Excerpts from a dataset
______

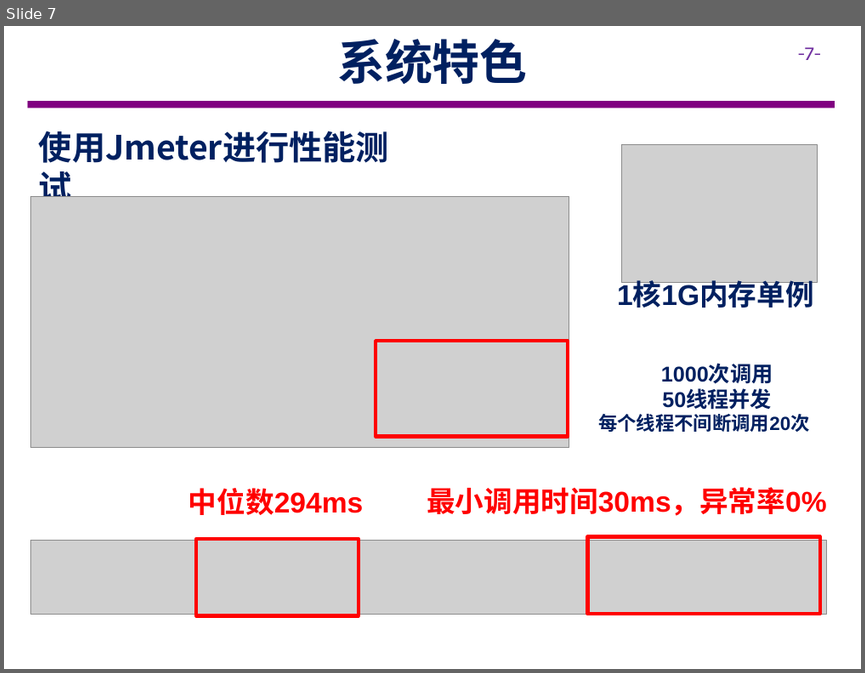
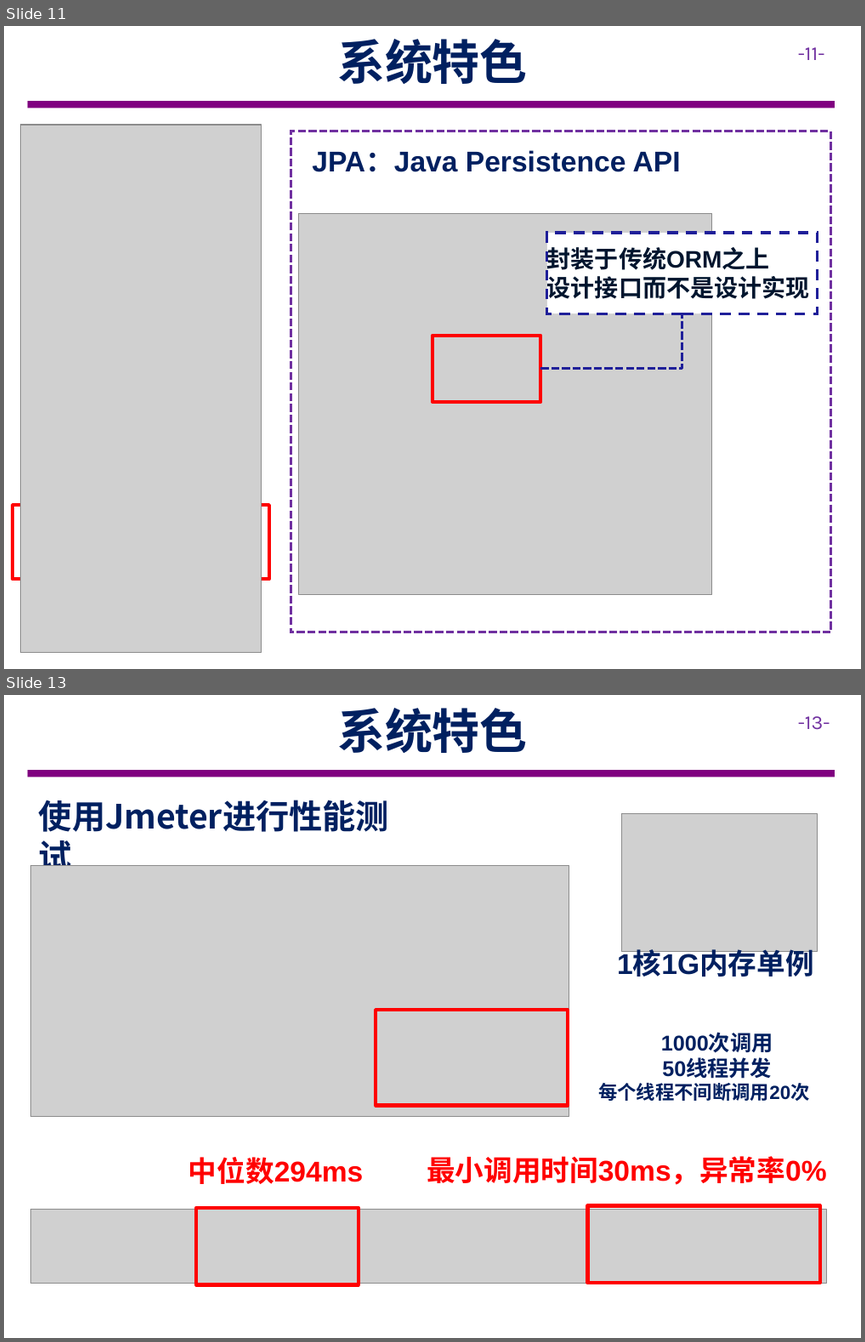
Before and after one commit to cuiods/Paratrooper, a slide deck: doc/项目展示.pptx. Shown one above the other, each under a label of ours: slide 7 before the commit, slides 11 and 13 after it; the slides between them are not shown. The pictures are 865x673 and 865x1342 pixels, drawn with LibreOffice and Linux fonts; fonts in the diff are those of the drawing; grey boxes stand for pictures; background and template pictures are left out. Boxes give left, top, right and bottom in pixels: in the first picture for what was removed or moved away, otherwise in the second. Text is boxed around its words. In the diff, an @@ line names an element or a change of style, - is before the commit and + after.

```diff
--- a/doc/项目展示.pptx
+++ b/doc/项目展示.pptx
@@ slide 11 added at [4,26,861,669], background #FFFFFF; not listed: 2 template elements that a slide beside it also shows @@
@@ text added at [337,39,528,84], 40 pt, text #002060, bold @@
+系统特色
@@ picture added at [20,125,261,652] @@
@@ rectangle added at [291,131,831,632], outline #7030A0 2.25 pt dashed @@
@@ text added at [312,150,681,172], 24 pt, text #002060, bold @@
+JPA：Java Persistence API
@@ picture added at [299,214,712,594] @@
@@ rectangle added at [547,233,817,313], fill #FFFFFF, outline #1F1F99 2.25 pt dashed, 20 pt, text #00152E, bold @@
+封装于传统ORM之上
+设计接口而不是设计实现
@@ elbow line added from (540, 369) to (681, 313), #1F1F99 2.25 pt dashed @@
@@ rectangle added at [432,335,540,403], outline #FF0000 3 pt @@
@@ rectangle added at [12,505,268,579], outline #FF0000 3 pt @@
@@ what was slide 7 is now slide 13 @@
@@ page number at [798,716,830,730]: text changed @@
--7-
+-13-
```
Also in this commit, not shown: 3 slides changed, 6 other slides added, 2 other files.

______

• Problem to work on: For every line above that holds the string "background", add one to a count; give that count alone.

• Finished exercise: 2